The man stood. The priest clasped his shoulder.

“Simmon, Cathatch of Atreus. You have a dragon to kill.”

Birthday Cake

Jason was covered in flour. He was not happy about it.

“Why am I doing this again? Come on Jules. You know I can’t bake!”

A young, brunette woman stood on the other side of the counter. Her face, also covered in flour, also sported an ear to ear smile.

“Because it’s my birthday, and I wanted a cake. I can’t very well make my own birthday cake, can I?”

Jason pouted, “But did you have to pick one called the ‘Convoluted Cake’? Not only do I have to bake, which we’ve established I can’t do, but then I have to put together a puzzle with the pieces. Also not a strong point of mine.”

Jules slid the cake into the space between them. “Yeah, well look how great we did.” The cake was impeccably iced and topped with freshly baked macaroons.

Jason smiled, then winked at his wife. “You never stop teaching me new things do you?”

“Not since I taught you to do handstands when we were kids,” she said.

“Not sure how a managed to get a paper cut opening the box though.”

Jules snorted as she laughed. “And on your elbow no less!”

Jason frowned as he looked at the freshly applied band-aid.

“Well, I helped with the cake. Are you still going to make me watch Maury?”

Jules looked at him in mock horror “But I thought listening to hillbillies yell at each other with made up words was your favorite post baking activity!”

“Alas, it is not. But, like you said, it’s your birthday.”

She smiled, then shimmied around the counter, unsuccessfully trying to stifle a giggle. Flour exploded from their clothes as she leapt into his arms. She kissed him, pressing her lips hard against his.

He held her tight, pulled his lips from hersand smiled. “Happy birthday sweetheart. I love you.”

***

Jason slid the viewfinder from his head, returned it to the cradle. His eyes slowly adjusted to the room. Soft, warm lightning blanketed the cubicle. He blinked away tears, took three deep breaths before rising from the chair.

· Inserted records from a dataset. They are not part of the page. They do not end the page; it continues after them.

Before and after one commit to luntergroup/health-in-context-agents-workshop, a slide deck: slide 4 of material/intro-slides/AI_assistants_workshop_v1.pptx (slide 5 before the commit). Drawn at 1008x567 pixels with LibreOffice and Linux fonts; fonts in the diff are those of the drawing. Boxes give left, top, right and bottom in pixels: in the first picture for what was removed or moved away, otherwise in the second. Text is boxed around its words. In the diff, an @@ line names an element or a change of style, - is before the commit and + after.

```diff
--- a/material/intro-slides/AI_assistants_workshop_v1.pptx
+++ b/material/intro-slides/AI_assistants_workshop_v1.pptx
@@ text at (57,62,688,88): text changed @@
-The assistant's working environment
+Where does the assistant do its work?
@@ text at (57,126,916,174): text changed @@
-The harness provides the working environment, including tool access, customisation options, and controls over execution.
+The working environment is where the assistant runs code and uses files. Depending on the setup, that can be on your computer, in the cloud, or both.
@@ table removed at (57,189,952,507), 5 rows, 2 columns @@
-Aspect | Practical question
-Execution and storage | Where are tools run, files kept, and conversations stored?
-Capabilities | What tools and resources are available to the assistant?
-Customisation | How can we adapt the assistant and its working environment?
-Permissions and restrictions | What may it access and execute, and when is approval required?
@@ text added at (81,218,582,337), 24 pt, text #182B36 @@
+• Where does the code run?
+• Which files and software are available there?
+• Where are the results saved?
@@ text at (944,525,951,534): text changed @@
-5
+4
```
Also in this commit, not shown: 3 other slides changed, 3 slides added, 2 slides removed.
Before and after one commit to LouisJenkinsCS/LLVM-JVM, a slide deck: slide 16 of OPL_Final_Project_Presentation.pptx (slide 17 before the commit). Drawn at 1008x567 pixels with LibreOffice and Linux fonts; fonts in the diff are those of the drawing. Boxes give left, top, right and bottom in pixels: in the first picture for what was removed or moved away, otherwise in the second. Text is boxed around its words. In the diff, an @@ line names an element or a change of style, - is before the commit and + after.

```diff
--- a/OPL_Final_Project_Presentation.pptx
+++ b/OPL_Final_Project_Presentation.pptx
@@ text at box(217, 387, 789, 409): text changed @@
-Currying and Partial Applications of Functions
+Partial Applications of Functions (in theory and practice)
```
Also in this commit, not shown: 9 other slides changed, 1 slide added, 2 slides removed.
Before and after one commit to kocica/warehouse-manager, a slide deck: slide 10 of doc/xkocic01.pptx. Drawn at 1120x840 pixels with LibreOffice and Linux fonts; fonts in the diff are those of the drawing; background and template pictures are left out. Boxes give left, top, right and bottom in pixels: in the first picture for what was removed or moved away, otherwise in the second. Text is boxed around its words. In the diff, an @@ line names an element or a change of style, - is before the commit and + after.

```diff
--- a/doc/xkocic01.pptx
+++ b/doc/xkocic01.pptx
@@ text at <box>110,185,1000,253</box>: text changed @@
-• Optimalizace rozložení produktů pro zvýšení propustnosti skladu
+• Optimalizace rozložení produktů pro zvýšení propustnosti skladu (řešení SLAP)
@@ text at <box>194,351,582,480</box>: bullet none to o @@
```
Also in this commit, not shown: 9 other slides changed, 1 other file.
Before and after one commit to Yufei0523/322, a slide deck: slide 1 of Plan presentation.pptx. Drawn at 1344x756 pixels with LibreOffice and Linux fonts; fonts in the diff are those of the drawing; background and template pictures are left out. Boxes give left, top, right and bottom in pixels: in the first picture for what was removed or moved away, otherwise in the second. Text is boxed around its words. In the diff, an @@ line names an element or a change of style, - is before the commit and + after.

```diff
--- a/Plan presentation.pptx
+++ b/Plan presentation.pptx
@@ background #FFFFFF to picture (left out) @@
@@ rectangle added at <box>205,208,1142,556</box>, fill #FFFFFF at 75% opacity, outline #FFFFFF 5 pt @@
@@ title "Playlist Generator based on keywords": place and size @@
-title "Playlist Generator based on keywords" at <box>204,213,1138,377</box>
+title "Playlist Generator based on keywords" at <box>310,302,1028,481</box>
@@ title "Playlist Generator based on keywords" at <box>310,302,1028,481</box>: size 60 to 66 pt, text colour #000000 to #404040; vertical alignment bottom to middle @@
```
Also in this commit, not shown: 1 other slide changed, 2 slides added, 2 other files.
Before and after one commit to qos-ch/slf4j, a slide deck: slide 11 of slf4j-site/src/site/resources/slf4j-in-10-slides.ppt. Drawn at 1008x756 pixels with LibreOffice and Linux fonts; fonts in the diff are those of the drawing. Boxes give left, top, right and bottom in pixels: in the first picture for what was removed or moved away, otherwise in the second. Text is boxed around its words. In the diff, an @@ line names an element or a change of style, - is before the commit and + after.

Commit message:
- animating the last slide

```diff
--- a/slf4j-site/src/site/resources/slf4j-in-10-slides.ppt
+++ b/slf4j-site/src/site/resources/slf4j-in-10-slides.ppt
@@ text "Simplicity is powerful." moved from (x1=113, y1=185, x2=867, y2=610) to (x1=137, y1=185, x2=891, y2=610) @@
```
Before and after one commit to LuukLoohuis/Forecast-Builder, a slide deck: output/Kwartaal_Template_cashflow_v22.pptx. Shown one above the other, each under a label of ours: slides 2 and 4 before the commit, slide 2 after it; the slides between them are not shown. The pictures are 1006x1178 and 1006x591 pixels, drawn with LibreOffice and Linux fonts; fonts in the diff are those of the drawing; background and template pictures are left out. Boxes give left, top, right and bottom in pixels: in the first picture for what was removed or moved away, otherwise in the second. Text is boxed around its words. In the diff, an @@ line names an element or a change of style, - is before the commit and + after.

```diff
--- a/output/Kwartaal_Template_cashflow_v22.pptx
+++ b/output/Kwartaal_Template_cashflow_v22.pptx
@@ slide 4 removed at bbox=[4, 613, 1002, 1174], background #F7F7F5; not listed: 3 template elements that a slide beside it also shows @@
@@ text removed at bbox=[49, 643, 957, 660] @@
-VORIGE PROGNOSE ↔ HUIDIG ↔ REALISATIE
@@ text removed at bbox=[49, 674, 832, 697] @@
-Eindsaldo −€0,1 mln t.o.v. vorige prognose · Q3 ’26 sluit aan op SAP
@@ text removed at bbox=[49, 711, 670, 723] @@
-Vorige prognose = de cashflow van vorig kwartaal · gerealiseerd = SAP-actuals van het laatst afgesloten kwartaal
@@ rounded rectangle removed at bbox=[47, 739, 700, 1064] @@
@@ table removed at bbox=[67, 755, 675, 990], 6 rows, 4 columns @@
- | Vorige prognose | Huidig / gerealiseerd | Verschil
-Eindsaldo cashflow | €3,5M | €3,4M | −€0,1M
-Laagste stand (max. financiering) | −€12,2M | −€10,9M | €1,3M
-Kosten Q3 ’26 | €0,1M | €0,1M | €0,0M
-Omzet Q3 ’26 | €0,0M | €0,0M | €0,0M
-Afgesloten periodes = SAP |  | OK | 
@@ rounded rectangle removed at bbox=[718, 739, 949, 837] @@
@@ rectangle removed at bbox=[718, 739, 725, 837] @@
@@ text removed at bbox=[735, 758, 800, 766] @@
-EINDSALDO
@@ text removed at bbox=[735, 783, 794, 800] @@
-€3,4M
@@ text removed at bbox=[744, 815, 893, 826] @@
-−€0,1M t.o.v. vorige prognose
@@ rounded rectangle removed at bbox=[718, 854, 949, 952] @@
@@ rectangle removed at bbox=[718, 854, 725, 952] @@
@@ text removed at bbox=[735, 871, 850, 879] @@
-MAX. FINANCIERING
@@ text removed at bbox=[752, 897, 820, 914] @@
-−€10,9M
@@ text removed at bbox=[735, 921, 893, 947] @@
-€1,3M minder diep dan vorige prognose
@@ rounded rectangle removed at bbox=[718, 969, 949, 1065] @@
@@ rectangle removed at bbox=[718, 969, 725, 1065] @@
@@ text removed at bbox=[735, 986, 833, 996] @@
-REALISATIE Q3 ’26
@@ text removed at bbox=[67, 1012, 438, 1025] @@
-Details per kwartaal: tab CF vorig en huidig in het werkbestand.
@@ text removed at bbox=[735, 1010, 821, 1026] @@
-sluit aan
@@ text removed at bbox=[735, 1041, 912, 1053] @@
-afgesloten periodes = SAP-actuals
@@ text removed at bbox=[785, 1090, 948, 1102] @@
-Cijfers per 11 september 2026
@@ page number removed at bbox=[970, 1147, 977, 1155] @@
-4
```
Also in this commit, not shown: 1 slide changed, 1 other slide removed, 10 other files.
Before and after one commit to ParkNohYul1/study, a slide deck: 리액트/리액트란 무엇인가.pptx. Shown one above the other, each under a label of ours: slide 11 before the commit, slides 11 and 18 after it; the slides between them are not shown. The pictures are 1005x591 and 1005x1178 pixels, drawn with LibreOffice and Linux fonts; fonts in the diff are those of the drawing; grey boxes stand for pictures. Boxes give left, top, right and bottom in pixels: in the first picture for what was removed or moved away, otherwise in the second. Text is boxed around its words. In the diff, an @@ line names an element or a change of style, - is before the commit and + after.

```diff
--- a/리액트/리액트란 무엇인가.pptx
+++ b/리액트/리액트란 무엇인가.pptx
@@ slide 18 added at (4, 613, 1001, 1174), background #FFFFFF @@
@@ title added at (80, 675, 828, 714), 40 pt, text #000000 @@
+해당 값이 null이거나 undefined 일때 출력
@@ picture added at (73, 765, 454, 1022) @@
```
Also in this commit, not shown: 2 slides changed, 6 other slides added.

A soft voice called out to him over an unseen speaker, “Please follow the yellow lights in the floor. The exit is just past the first doorway. Thank you for visiting Memory Cache.”

Jason followed the lights. His eyes had adjusted to normal by the time he reached the door. He pushed through the first door, then the second, emerging into daylight. His car was waiting for him. As he slid behind the wheel he turned one last time, looking over the sign above the door.

Memory Cache: Where The Past Lives Forever

“Happy Birthday sweetheart. I sure do miss you. See you next year.”